Six weeks after the New York Times published an investigation into allegations of sexual misconduct by agents associated with eXp, the State of New York is getting involved and seeking answers.
How did we get here? In December, The New York Times published new revelations into the alleged misconduct by former eXp agents Michael Bjorkman and David Golden, which included allegations of drugging and sexual assault, along with claims that the company's leadership looked the other way.
Last February, eXp was named as a defendant in a lawsuit related to the allegations — and just two weeks ago, the company was named again in a separate sexual harassment suit. Now, the New York state comptroller is seeking answers from eXp, a new story from Times reporter Debra Kamin indicates.
Why is the New York State comptroller involved? It turns out that the State of New York is an investor in eXp World Holdings. And as comptroller, Thomas DiNapoli is the trustee of the New York State Common Retirement Fund — the state's pension fund that provides retirement benefits for over a million public employees. According to The New York Times, which reviewed SEC filings, the state's pension fund owns roughly 27,000 shares of eXp World Holdings.
DiNapoli is not only concerned about a corporate culture that allegedly condones or turns a blind eye to unethical behavior, but he is also concerned about how the lawsuits could negatively impact eXp's share price and ultimately, the health of the state's pension fund.
What did the comptroller say? "The New York Times report raised a huge red flag for us as an investor in that company," DiNapoli told The Times. "We found the allegations very concerning and as a shareholder, we are asking questions. We want a public reporting of their efforts to prevent harassment."
According to The Times, DiNapoli also expressed concerns about the "legal and reputational risks" surrounding the alleged assaults.
What happens next?

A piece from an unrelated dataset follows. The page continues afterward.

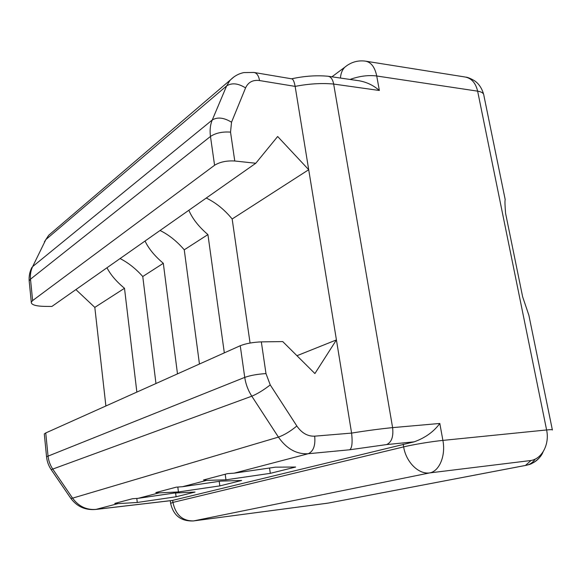 <?xml version="1.0" encoding="UTF-8"?>
<svg xmlns="http://www.w3.org/2000/svg" width="582" height="582" viewBox="0 0 582 582"><rect width="100%" height="100%" fill="white"/><g stroke="black" fill="none" stroke-linecap="round" stroke-linejoin="round"><path stroke-width="0.87" d="M224.325 352.867L207.927 234.582C198.775 226.776 192.416 218.665 188.844 210.262M206.246 198.04C215.813 202.645 224.448 209.622 232.16 218.985L250.071 343.038M177.488 373.87L163.316 263.297C154.732 256.073 148.643 248.645 145.034 241.028M160.057 230.479C168.831 234.815 176.899 241.261 184.254 249.816L199.451 364.019M170.613 503.335L172.941 502.404C175.655 514.917 182.537 521.086 193.588 520.912L429.669 472.911C418.64 474.599 406.025 462.123 403.646 446.889C413.031 444.59 431.808 441.483 442.895 440.399L439.817 423.456C433.779 431.713 425.253 437.839 414.224 441.825L172.097 500.505M105.888 405.981L94.815 307.383L75.893 289.589M259.55 80.556L295.139 86.391L308.707 169.711L277.658 136.501L255.789 163.251L51.878 306.452L44.996 306.394C35.735 306.183 31.159 304.779 31.283 302.196L32.621 300.581L30.504 279.171L210.473 136.45L214.576 165.266C219.916 161.956 226.645 160.537 234.772 161.003L230.53 132.129L231.534 122.213L245.568 87.904C248.238 82.149 252.901 79.698 259.55 80.556C258.663 75.645 256.786 72.946 253.912 72.452L243.88 72.583C238.365 73.725 233.68 76.402 229.825 80.607L226.631 85.918L212.263 119.987C210.24 124.868 209.644 130.353 210.473 136.45C215.755 132.98 222.44 131.539 230.53 132.129M234.117 473.166L275.475 467.157L295.663 467.04L270.317 473.341L225.954 479.815L206.683 480.361L203.46 479.983L227.504 473.632L234.117 473.166L308.184 453.734L349.709 449.777C352.03 448.067 352.663 442.502 351.593 433.095L336.425 339.917L296.958 355.711M182.472 486.712L220.869 481.11L241.632 480.477L219.836 485.897L178.427 491.95L159.031 492.859L155.809 492.576L176.339 487.149L182.472 486.712L206.683 480.361M138.225 498.316L174.054 493.07L195.028 492.059L176.091 496.773L137.279 502.47L117.964 503.634L114.77 503.423L132.507 498.73L138.225 498.316L159.031 492.859M349.709 449.777L386.615 444.575C391.591 442.335 393.592 436.682 392.61 427.625C380.192 428.861 366.514 430.687 351.593 433.095L314.687 436.165C315.56 445.557 313.392 451.414 308.184 453.734C296.529 454.367 286.606 448.824 278.422 437.111L72.583 498.148L52.889 469.296C50.154 465.236 48.532 460.762 48.022 455.873L45.745 432.95L44.297 433.925L44.356 434.485M291.553 78.81C304.328 76.038 316.448 75.187 327.928 76.242L328.052 76.249C330.852 76.686 332.722 79.283 333.661 84.055L392.61 427.625L439.817 423.456M232.16 218.985L308.707 169.711L336.425 339.917L314.906 373.549L282.743 341.583L261.333 341.881C252.995 342.223 245.968 343.504 240.242 345.73L45.745 432.95M328.481 76.315L359.167 80.774C366.776 82.149 373.506 85.387 379.362 90.486L376.729 75.995C368.311 74.94 359.407 76.089 350.022 79.443M379.362 90.486L333.661 84.055C321.751 82.95 308.911 83.728 295.139 86.391C294.237 81.524 293.066 78.999 291.633 78.817L254.407 72.532M255.789 163.251L234.772 161.003M340.455 78.053C340.768 73.434 342.245 69.796 344.886 67.148L347.287 65.308M366.165 61.256L464.669 76.933C471.311 78.01 475.632 82.753 477.633 91.156L376.729 75.995C374.837 67.01 371.01 62.056 365.249 61.11C357.675 60.179 350.888 62.194 344.886 67.148L331.915 76.809M530.98 460.5L429.669 472.911C439.366 471.296 445.892 455.655 442.895 440.399L546.607 429.96C549.743 444.051 542.068 458.74 530.98 460.5L525.466 465.433L526.281 465.302C529.955 464.538 532.945 462.464 535.251 459.06M170.293 500.716L170.591 503.146C173.298 515.441 180.864 521.377 193.297 520.963L327.237 503.248M193.297 520.963L328.35 503.074L525.466 465.433C533.81 463.876 539.703 459.314 543.144 451.756M528.893 315.298L522.643 296.835L505.576 213.274C504.929 205.461 504.805 200.885 505.191 199.546L483.875 95.47C483.824 93.28 481.743 91.84 477.633 91.156L546.607 429.96C550.798 429.552 552.718 429.567 552.383 430.003L528.893 315.298M175.619 492.998L176.091 496.773M214.576 165.266L32.621 300.581M225.198 474.243L225.954 479.815M177.823 487.127L178.427 491.95M219.225 481.35L219.836 485.897M269.546 468.015L270.317 473.341M136.814 498.498L137.279 502.47M136.857 392.093L124.497 288.286C116.407 281.564 110.565 274.726 106.972 267.756M120.067 258.568C128.178 262.664 135.744 268.651 142.765 276.523L155.961 383.523M124.497 288.286L94.815 307.383M163.316 263.297L142.765 276.523M207.927 234.582L184.254 249.816M403.173 444.161L403.646 446.889L172.941 502.404L172.694 500.404L96.037 509.381L117.964 503.634M386.615 444.575L414.224 441.825M314.687 436.165C307.682 436.456 301.738 433.066 296.842 426.002L270.244 384.913L265.989 373.6L261.333 341.881M95.557 509.476L96.037 509.381C86.492 510.152 78.672 506.405 72.583 498.148L70.793 498.33C76.969 506.595 85.227 510.312 95.557 509.476L172.199 500.498M296.842 426.002C290.389 431.327 284.249 435.03 278.422 437.111L251.802 396.189C257.477 393.825 263.624 390.064 270.244 384.913M265.989 373.6C257.622 374.095 250.536 375.361 244.746 377.383C245.742 384.156 248.092 390.42 251.802 396.189L51.201 469.638L70.487 497.886M240.242 345.73L244.746 377.383L46.553 456.724C47.004 461.446 48.553 465.746 51.201 469.638L50.976 469.296M231.534 122.213C223.888 117.579 217.464 116.837 212.263 119.987L32.65 266.592L45.862 239.566L48.721 235.244L53.078 231.52M245.568 87.904C238.125 83.277 231.818 82.615 226.631 85.918L45.862 239.566L32.65 266.592C30.795 270.441 30.082 274.631 30.504 279.171L29.173 280.888L29.289 282.03M234.102 76.773L48.721 235.244L44.436 241.777M46.596 457.197L44.297 433.925M31.253 268.746L31.952 267.298C29.762 271.554 28.831 276.086 29.173 280.888L31.283 302.196M466.022 77.166C466.924 76.904 474.214 79.872 476.636 82.448C477.611 83.11 481.743 87.365 483.511 93.986M526.179 465.324L528.863 464.647C531.453 464.269 540.627 458.943 542.955 452.047M526.281 465.302L328.35 503.074"/></g></svg>

DiNapoli has communicated these concerns directly to eXp CEO Glenn Sanford, The Times indicated. And should the company ignore the inquiry or refuse to communicate with the New York comptroller, DiNapoli said "he would consider legal action should eXp fail to respond," The Times reported.
When she spoke with Real Estate News earlier this month, Times reporter Debra Kamin said, "I don't think we've seen the end of the eXp story yet," but also stated that "there were very few public calls for accountability from eXp." However, the latest steps by the New York comptroller could mark a shift in this trend.
eXp is expected to announce its Q4 2023 earnings and annual report on February 27. At the time of this reporting, shares of eXp were trading at $12.62, and the company's share price has dropped nearly 50% in the last six months after peaking above $25 in July.